WHAT THIS TASK INVOLVES:
An unchanged copy of all the lines below is expected, and it should contain no pictures.
━━━━━━━━━━━━━━━━━━━━
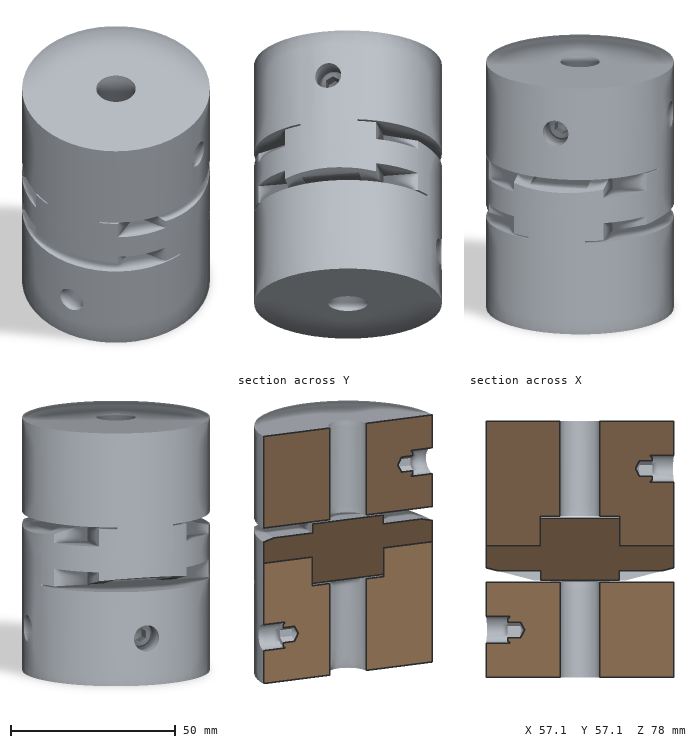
import cadquery as cq
import math


total_length = 78.0
outer_diameter = 57.1
outer_radius = outer_diameter / 2
mid_height = total_length / 2

hub_length = 29.0
bore_diameter = 12.0
tooth_width = 17.8
tooth_height = 9.05
tooth_inner_offset = 12.0

screw_diameter = 8.0
screw_length = 16.0
screw_chamfer = 0.6
socket_across_flats = 4.0
socket_depth = 3.9
socket_tip_depth = 1.2
screw_height = hub_length / 2
screw_radius = screw_diameter / 2
screw_head_offset = bore_diameter / 2 + screw_length

axial_gap = 0.55
disc_thickness = total_length - 2 * (hub_length + axial_gap)
half_thickness = disc_thickness / 2
slot_depth = tooth_height - axial_gap
corner_offset = 14.1
corner_notch_depth = 5.45
flank_drop = 3.75
flank_pocket_depth = 2.8

half_turn_start = (0, 0, mid_height)
half_turn_end = (0.8, -0.8, mid_height)


def radial_bar(inner, width, bottom, top):
    """Rectangular bar along +X from `inner` to the outer radius, centred on Y."""
    length = outer_radius - inner
    return (
        cq.Workplane("XY", origin=(inner + length / 2, 0, bottom))
        .rect(length, width)
        .extrude(top - bottom)
    )


def turned(shape, angle):
    return shape.rotate((0, 0, 0), (0, 0, 1), angle)


def make_screw_cavity():
    """Space left open in front of a set screw that lies along +X."""
    hole = (
        cq.Workplane("YZ", origin=(screw_head_offset, 0, screw_height))
        .circle(screw_radius)
        .extrude(outer_radius - screw_head_offset)
    )
    chamfer_groove = (
        cq.Workplane("XY", origin=(0, 0, screw_height))
        .moveTo(screw_head_offset, screw_radius - screw_chamfer)
        .lineTo(screw_head_offset, screw_radius)
        .lineTo(screw_head_offset - screw_chamfer, screw_radius)
        .close()
        .revolve(360, (0, 0, 0), (1, 0, 0))
    )
    corner_radius = socket_across_flats / math.sqrt(3)
    hexagon = (
        cq.Workplane("YZ", origin=(screw_head_offset, 0, screw_height))
        .transformed(rotate=(0, 0, 90))
        .polygon(6, 2 * corner_radius)
        .extrude(-(socket_depth + socket_tip_depth))
    )
    pointed_rod = (
        cq.Workplane("XY", origin=(screw_head_offset, 0, screw_height))
        .lineTo(0, corner_radius)
        .lineTo(-socket_depth, corner_radius)
        .lineTo(-socket_depth - socket_tip_depth, 0)
        .close()
        .revolve(360, (0, 0, 0), (1, 0, 0))
    )
    socket = hexagon.intersect(pointed_rod)
    return hole.union(chamfer_groove).union(socket)


def make_hub():
    """Lower hub: bored cylinder with teeth at -X and +X and set screws at -X and -Y."""
    hub = cq.Workplane("XY").circle(outer_radius).extrude(hub_length + tooth_height)
    tooth_zone = (
        cq.Workplane("XY", origin=(0, 0, hub_length))
        .rect(outer_diameter, outer_diameter)
        .extrude(tooth_height)
    )
    tooth = radial_bar(tooth_inner_offset, tooth_width, hub_length, hub_length + tooth_height)
    for angle in (0, 180):
        tooth_zone = tooth_zone.cut(turned(tooth, angle))
    hub = hub.cut(tooth_zone)

    bore = cq.Workplane("XY").circle(bore_diameter / 2).extrude(hub_length)
    hub = hub.cut(bore)

    screw_cavity = make_screw_cavity()
    for angle in (180, 270):
        hub = hub.cut(turned(screw_cavity, angle))
    return hub


def make_upper_face_cuts():
    """Everything removed from the upper face of the disc."""
    top = mid_height + half_thickness

    slot = radial_bar(tooth_inner_offset, tooth_width, top - slot_depth, top)
    cuts = [turned(slot, angle) for angle in (90, 270)]

    flank = (
        cq.Workplane("XZ")
        .moveTo(corner_offset, top)
        .lineTo(outer_radius, top)
        .lineTo(outer_radius, top - flank_drop)
        .close()
        .extrude(outer_radius, both=True)
    )
    pocket = radial_bar(tooth_inner_offset, tooth_width, top - flank_pocket_depth, top)
    for angle in (0, 180):
        cuts.append(turned(flank, angle))
        cuts.append(turned(pocket, angle))

    notch_size = outer_radius - corner_offset
    notch_centre = corner_offset + notch_size / 2
    notch = (
        cq.Workplane("XY", origin=(notch_centre, notch_centre, top - corner_notch_depth))
        .rect(notch_size, notch_size)
        .extrude(corner_notch_depth)
    )
    cuts += [turned(notch, angle) for angle in (0, 90, 180, 270)]
    return cuts


def make_disc():
    disc = (
        cq.Workplane("XY", origin=(0, 0, mid_height - half_thickness))
        .circle(outer_radius)
        .extrude(disc_thickness)
    )
    for cut in make_upper_face_cuts():
        disc = disc.cut(cut)
        disc = disc.cut(cut.rotate(half_turn_start, half_turn_end, 180))
    return disc


lower_hub = make_hub()
upper_hub = lower_hub.rotate(half_turn_start, half_turn_end, 180)
disc = make_disc()

result = cq.Compound.makeCompound([body.solids().val() for body in (lower_hub, upper_hub, disc)])
━━━━━━━━━━━━━━━━━━━━
ANSWER FOR THIS EXERCISE:
import cadquery as cq
import math


total_length = 78.0
outer_diameter = 57.1
outer_radius = outer_diameter / 2
mid_height = total_length / 2

hub_length = 29.0
bore_diameter = 12.0
tooth_width = 17.8
tooth_height = 9.05
tooth_inner_offset = 12.0

screw_diameter = 8.0
screw_length = 16.0
screw_chamfer = 0.6
socket_across_flats = 4.0
socket_depth = 3.9
socket_tip_depth = 1.2
screw_height = hub_length / 2
screw_radius = screw_diameter / 2
screw_head_offset = bore_diameter / 2 + screw_length

axial_gap = 0.55
disc_thickness = total_length - 2 * (hub_length + axial_gap)
half_thickness = disc_thickness / 2
slot_depth = tooth_height - axial_gap
corner_offset = 14.1
corner_notch_depth = 5.45
flank_drop = 3.75
flank_pocket_depth = 2.8

half_turn_start = (0, 0, mid_height)
half_turn_end = (0.8, -0.8, mid_height)


def radial_bar(inner, width, bottom, top):
    """Rectangular bar along +X from `inner` to the outer radius, centred on Y."""
    length = outer_radius - inner
    return (
        cq.Workplane("XY", origin=(inner + length / 2, 0, bottom))
        .rect(length, width)
        .extrude(top - bottom)
    )


def turned(shape, angle):
    return shape.rotate((0, 0, 0), (0, 0, 1), angle)


def make_screw_cavity():
    """Space left open in front of a set screw that lies along +X."""
    hole = (
        cq.Workplane("YZ", origin=(screw_head_offset, 0, screw_height))
        .circle(screw_radius)
        .extrude(outer_radius - screw_head_offset)
    )
    chamfer_groove = (
        cq.Workplane("XY", origin=(0, 0, screw_height))
        .moveTo(screw_head_offset, screw_radius - screw_chamfer)
        .lineTo(screw_head_offset, screw_radius)
        .lineTo(screw_head_offset - screw_chamfer, screw_radius)
        .close()
        .revolve(360, (0, 0, 0), (1, 0, 0))
    )
    corner_radius = socket_across_flats / math.sqrt(3)
    hexagon = (
        cq.Workplane("YZ", origin=(screw_head_offset, 0, screw_height))
        .transformed(rotate=(0, 0, 90))
        .polygon(6, 2 * corner_radius)
        .extrude(-(socket_depth + socket_tip_depth))
    )
    pointed_rod = (
        cq.Workplane("XY", origin=(screw_head_offset, 0, screw_height))
        .lineTo(0, corner_radius)
        .lineTo(-socket_depth, corner_radius)
        .lineTo(-socket_depth - socket_tip_depth, 0)
        .close()
        .revolve(360, (0, 0, 0), (1, 0, 0))
    )
    socket = hexagon.intersect(pointed_rod)
    return hole.union(chamfer_groove).union(socket)


def make_hub():
    """Lower hub: bored cylinder with teeth at -X and +X and set screws at -X and -Y."""
    hub = cq.Workplane("XY").circle(outer_radius).extrude(hub_length + tooth_height)
    tooth_zone = (
        cq.Workplane("XY", origin=(0, 0, hub_length))
        .rect(outer_diameter, outer_diameter)
        .extrude(tooth_height)
    )
    tooth = radial_bar(tooth_inner_offset, tooth_width, hub_length, hub_length + tooth_height)
    for angle in (0, 180):
        tooth_zone = tooth_zone.cut(turned(tooth, angle))
    hub = hub.cut(tooth_zone)

    bore = cq.Workplane("XY").circle(bore_diameter / 2).extrude(hub_length)
    hub = hub.cut(bore)

    screw_cavity = make_screw_cavity()
    for angle in (180, 270):
        hub = hub.cut(turned(screw_cavity, angle))
    return hub


def make_upper_face_cuts():
    """Everything removed from the upper face of the disc."""
    top = mid_height + half_thickness

    slot = radial_bar(tooth_inner_offset, tooth_width, top - slot_depth, top)
    cuts = [turned(slot, angle) for angle in (90, 270)]

    flank = (
        cq.Workplane("XZ")
        .moveTo(corner_offset, top)
        .lineTo(outer_radius, top)
        .lineTo(outer_radius, top - flank_drop)
        .close()
        .extrude(outer_radius, both=True)
    )
    pocket = radial_bar(tooth_inner_offset, tooth_width, top - flank_pocket_depth, top)
    for angle in (0, 180):
        cuts.append(turned(flank, angle))
        cuts.append(turned(pocket, angle))

    notch_size = outer_radius - corner_offset
    notch_centre = corner_offset + notch_size / 2
    notch = (
        cq.Workplane("XY", origin=(notch_centre, notch_centre, top - corner_notch_depth))
        .rect(notch_size, notch_size)
        .extrude(corner_notch_depth)
    )
    cuts += [turned(notch, angle) for angle in (0, 90, 180, 270)]
    return cuts


def make_disc():
    disc = (
        cq.Workplane("XY", origin=(0, 0, mid_height - half_thickness))
        .circle(outer_radius)
        .extrude(disc_thickness)
    )
    for cut in make_upper_face_cuts():
        disc = disc.cut(cut)
        disc = disc.cut(cut.rotate(half_turn_start, half_turn_end, 180))
    return disc


lower_hub = make_hub()
upper_hub = lower_hub.rotate(half_turn_start, half_turn_end, 180)
disc = make_disc()

result = cq.Compound.makeCompound([body.solids().val() for body in (lower_hub, upper_hub, disc)])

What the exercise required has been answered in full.